I'm done talking about this book even though there is alot more I could say. I'm beginning to feel like this review is longer that the book though, so I'm quitting.
Oh, I nearly forgot, and I can't imagine how, the thing that drove me the craziest was the numbers. Just numbers thrown into sentences here and there the entire book took some getting used to, here are a few samples:
"She recoiled from it at first, and took a few 31 steps back toward the staircase.
"But would you mind waiting a little before we ring at the door, and walking up and down for a few minutes by the side of this wall, where nobody is likely 170 to see us?
She found him packing up the musical box again in its 168 leather case.
By return of post an answer was received, 226 which amply justified Rosamond's reliance on her old friend."
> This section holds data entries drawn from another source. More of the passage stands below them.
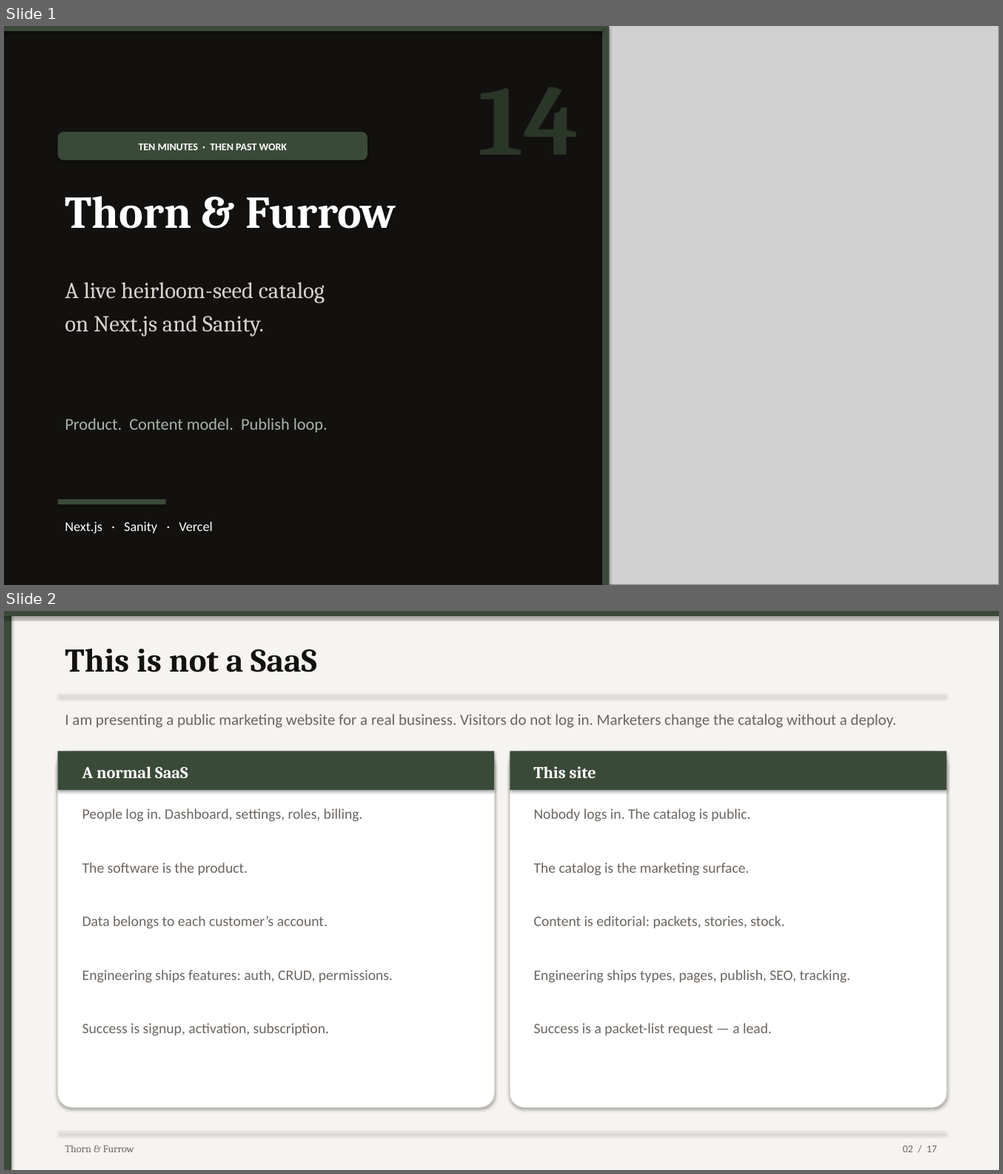
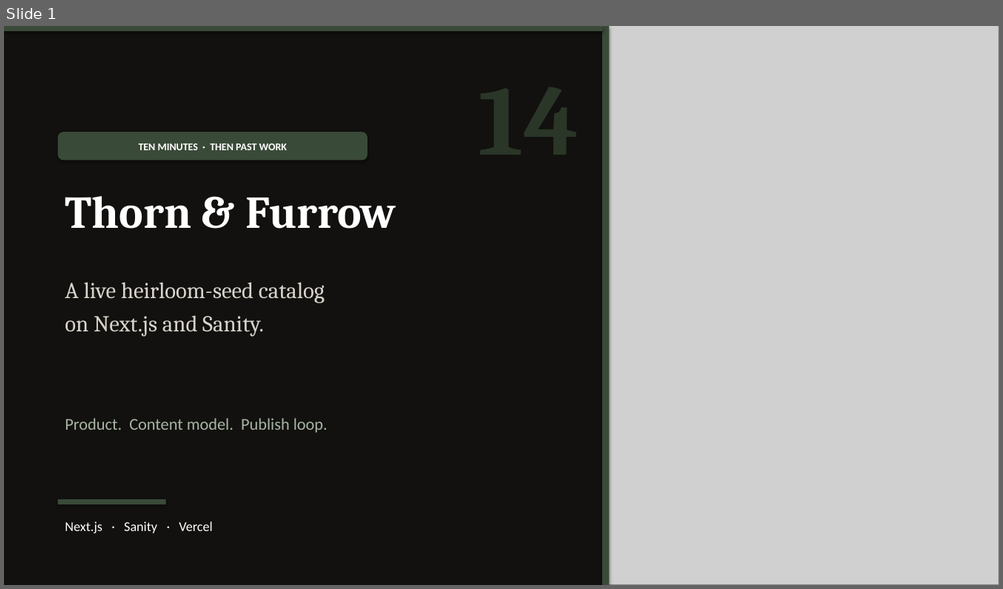
Before and after one commit to zenithzen543/vanta-presentation, a slide deck: presentation/Thorn-and-Furrow-Deck.pptx. Shown one above the other, each under a label of ours: slides 1 and 2 before the commit, slide 1 after it. The pictures are 1003x1174 and 1003x589 pixels, drawn with LibreOffice and Linux fonts; fonts in the diff are those of the drawing; grey boxes stand for pictures. Boxes give left, top, right and bottom in pixels: in the first picture for what was removed or moved away, otherwise in the second. Text is boxed around its words. In the diff, an @@ line names an element or a change of style, - is before the commit and + after.

```diff
--- a/presentation/Thorn-and-Furrow-Deck.pptx
+++ b/presentation/Thorn-and-Furrow-Deck.pptx
@@ slide 2 removed at [4,611,999,1170], background #FFFFFF @@
@@ rectangle removed at [4,611,999,1170] @@
@@ rectangle removed at [4,611,11,1170] @@
@@ rectangle removed at [4,611,999,616] @@
@@ text removed at [65,649,317,672] @@
-This is not a SaaS
@@ rectangle removed at [58,695,945,696] @@
@@ text removed at [65,714,896,728] @@
-I am presenting a public marketing website for a real business. Visitors do not log in. Marketers change the catalog without a deploy.
@@ rounded rectangle removed at [58,752,494,1108] @@
@@ rectangle removed at [58,752,494,790] @@
@@ rounded rectangle removed at [510,752,946,1108] @@
@@ rectangle removed at [510,752,946,790] @@
@@ text removed at [82,766,188,778] @@
-A normal SaaS
@@ text removed at [533,766,596,778] @@
-This site
@@ text removed at [82,809,363,822] @@
-People log in. Dashboard, settings, roles, billing.
@@ text removed at [534,809,750,822] @@
-Nobody logs in. The catalog is public.
@@ text removed at [82,863,248,875] @@
-The software is the product.
@@ text removed at [534,863,749,876] @@
-The catalog is the marketing surface.
@@ text removed at [82,916,327,929] @@
-Data belongs to each customer’s account.
@@ text removed at [534,916,784,928] @@
-Content is editorial: packets, stories, stock.
@@ text removed at [82,970,392,983] @@
-Engineering ships features: auth, CRUD, permissions.
@@ text removed at [534,970,851,983] @@
-Engineering ships types, pages, publish, SEO, tracking.
@@ text removed at [82,1023,329,1037] @@
-Success is signup, activation, subscription.
@@ text removed at [534,1023,771,1036] @@
-Success is a packet-list request — a lead.
@@ rectangle removed at [58,1132,945,1133] @@
@@ text removed at [65,1145,134,1153] @@
-Thorn & Furrow
@@ text removed at [902,1146,936,1153] @@
-02 / 17
```
Also in this commit, not shown: 14 slides changed, 1 other slide removed, 8 other files.
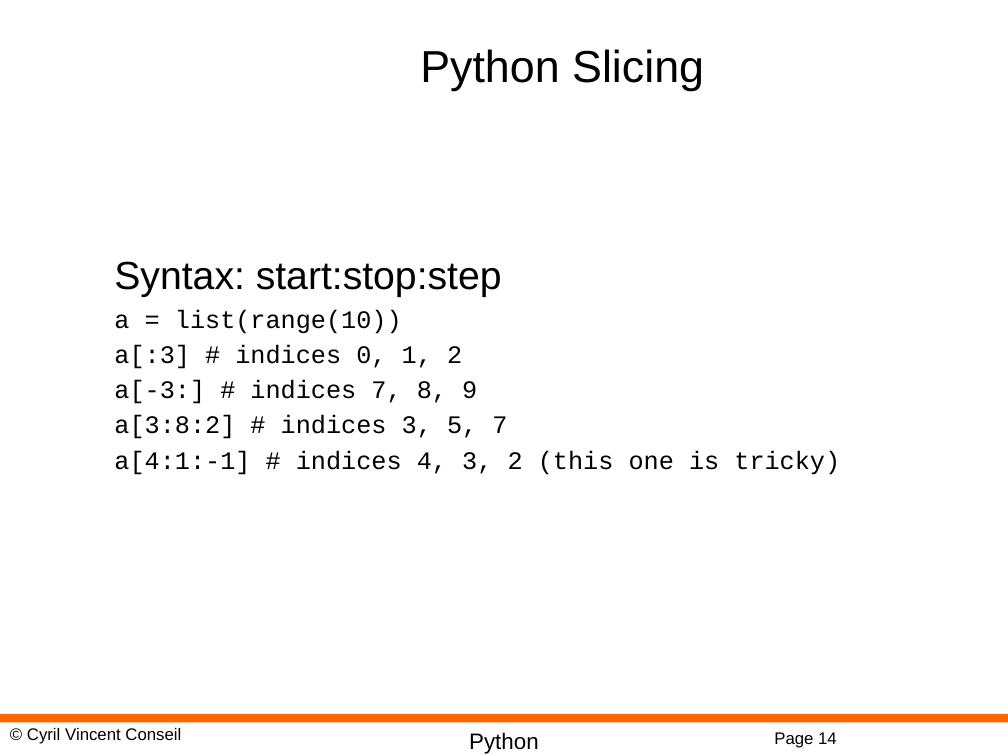
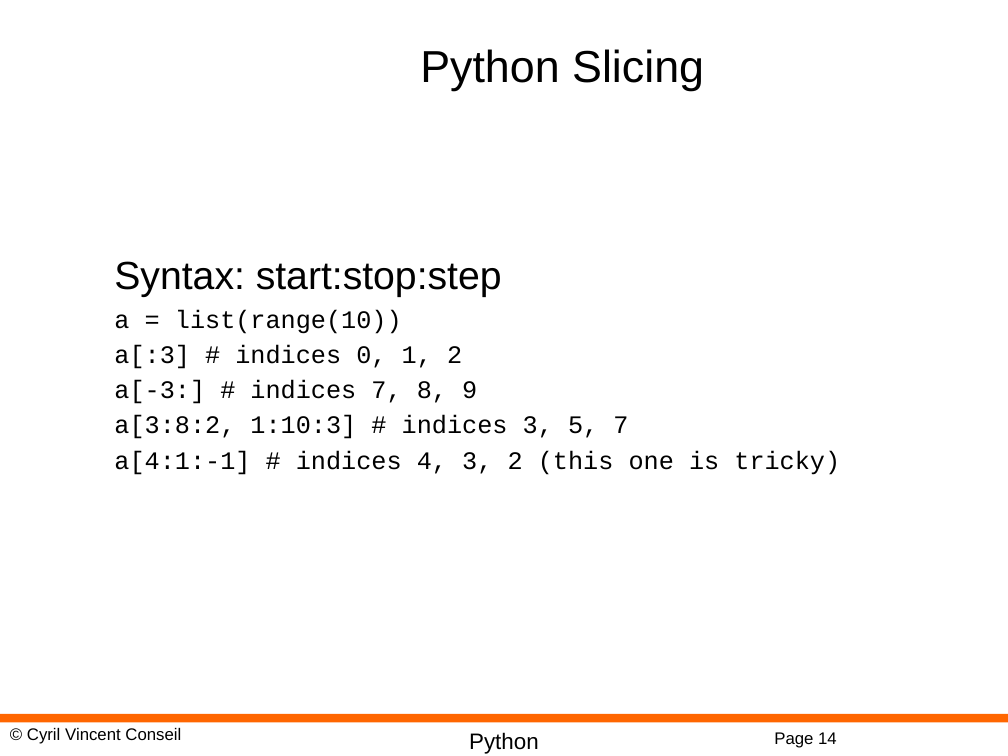
Before and after one commit to cyrilvincent/math, a slide deck: slide 14 of ppt/PythonMath07-NumpyMatrix.pptx. Drawn at 1008x756 pixels with LibreOffice and Linux fonts; fonts in the diff are those of the drawing; background and template pictures are left out. Boxes give left, top, right and bottom in pixels: in the first picture for what was removed or moved away, otherwise in the second. Text is boxed around its words. In the diff, an @@ line names an element or a change of style, - is before the commit and + after.

```diff
--- a/ppt/PythonMath07-NumpyMatrix.pptx
+++ b/ppt/PythonMath07-NumpyMatrix.pptx
@@ text at [114,415,628,439]: text changed @@
-a[3:8:2] # indices 3, 5, 7
+a[3:8:2, 1:10:3] # indices 3, 5, 7
```
Also in this commit, not shown: 2 other files.

I'm pretty sure they are page numbers, or were page numbers even though my book only has 135 pages in it all numbered nice and neat at the bottom of each page.
And once again I'll say I'm quitting. To find out who, if anyone, gets into the Myrtle room, and who, if anyone, ever gets to read the letter, read the book. The secret is more what will people think when they know the secret than what the secret is, but that's all you're getting from me. I'm going to see if I can find out what happened to that watch shop that used to be there when I was a kid.